* _What is expected_
Return each line of the data below verbatim; pictures are to be left out.

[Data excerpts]
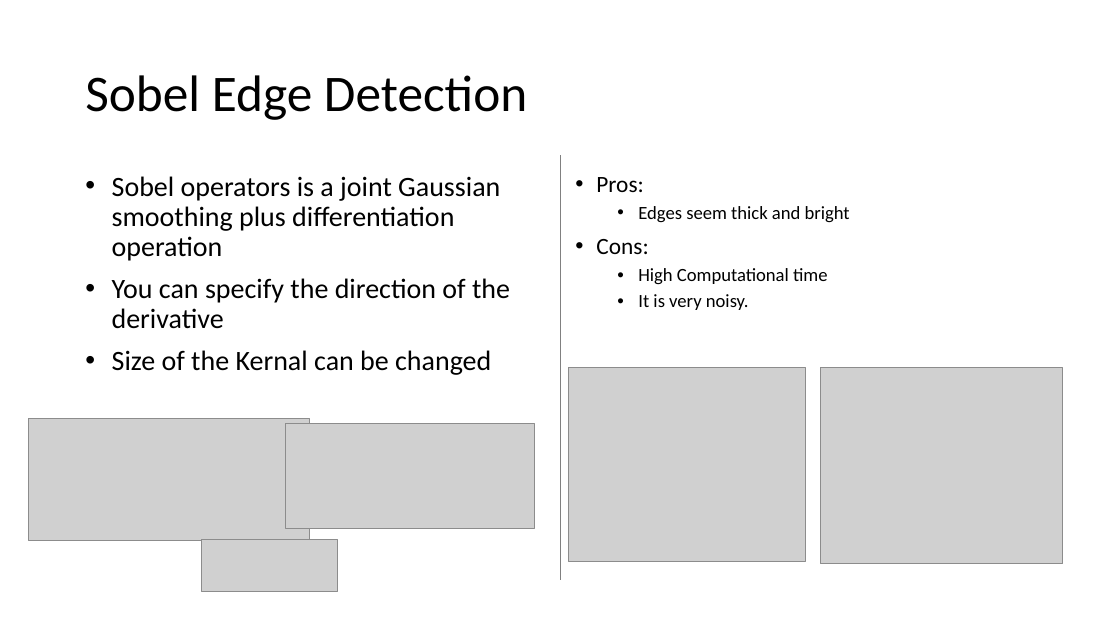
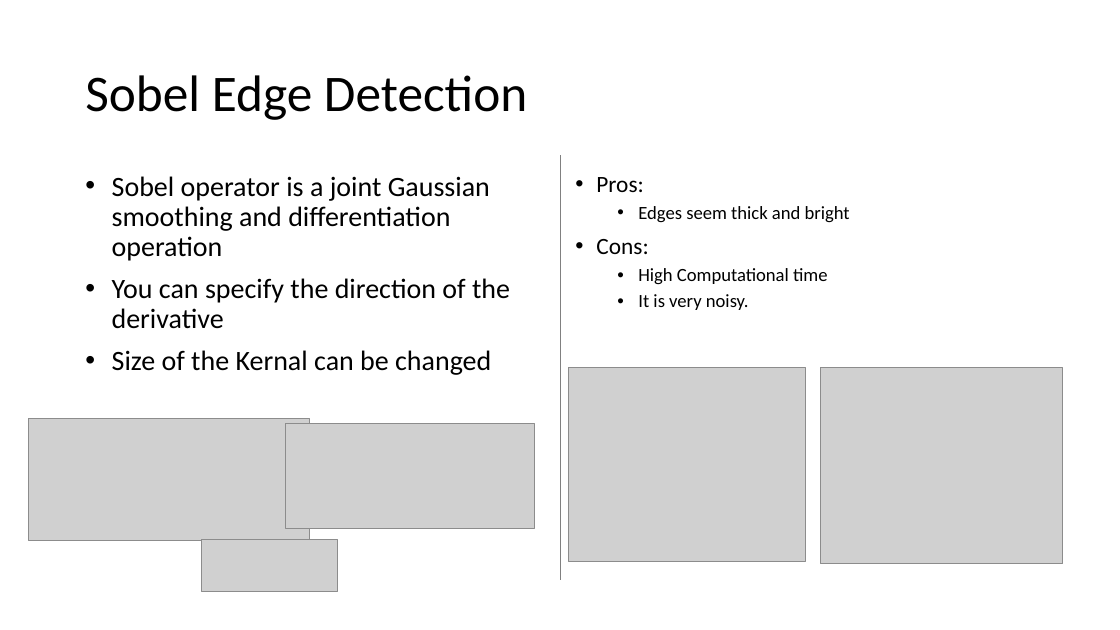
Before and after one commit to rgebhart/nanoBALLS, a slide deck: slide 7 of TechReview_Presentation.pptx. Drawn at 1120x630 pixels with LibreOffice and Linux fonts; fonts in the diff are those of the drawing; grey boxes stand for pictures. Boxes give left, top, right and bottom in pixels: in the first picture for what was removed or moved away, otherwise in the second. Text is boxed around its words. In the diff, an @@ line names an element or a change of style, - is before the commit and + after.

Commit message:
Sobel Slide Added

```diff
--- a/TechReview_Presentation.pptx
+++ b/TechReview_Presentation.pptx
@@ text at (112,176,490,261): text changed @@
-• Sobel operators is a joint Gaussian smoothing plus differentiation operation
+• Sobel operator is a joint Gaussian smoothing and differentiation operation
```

* _Final answer_
Before and after one commit to rgebhart/nanoBALLS, a slide deck: slide 7 of TechReview_Presentation.pptx. Drawn at 1120x630 pixels with LibreOffice and Linux fonts; fonts in the diff are those of the drawing; grey boxes stand for pictures. Boxes give left, top, right and bottom in pixels: in the first picture for what was removed or moved away, otherwise in the second. Text is boxed around its words. In the diff, an @@ line names an element or a change of style, - is before the commit and + after.

Commit message:
Sobel Slide Added

```diff
--- a/TechReview_Presentation.pptx
+++ b/TechReview_Presentation.pptx
@@ text at (112,176,490,261): text changed @@
-• Sobel operators is a joint Gaussian smoothing plus differentiation operation
+• Sobel operator is a joint Gaussian smoothing and differentiation operation
```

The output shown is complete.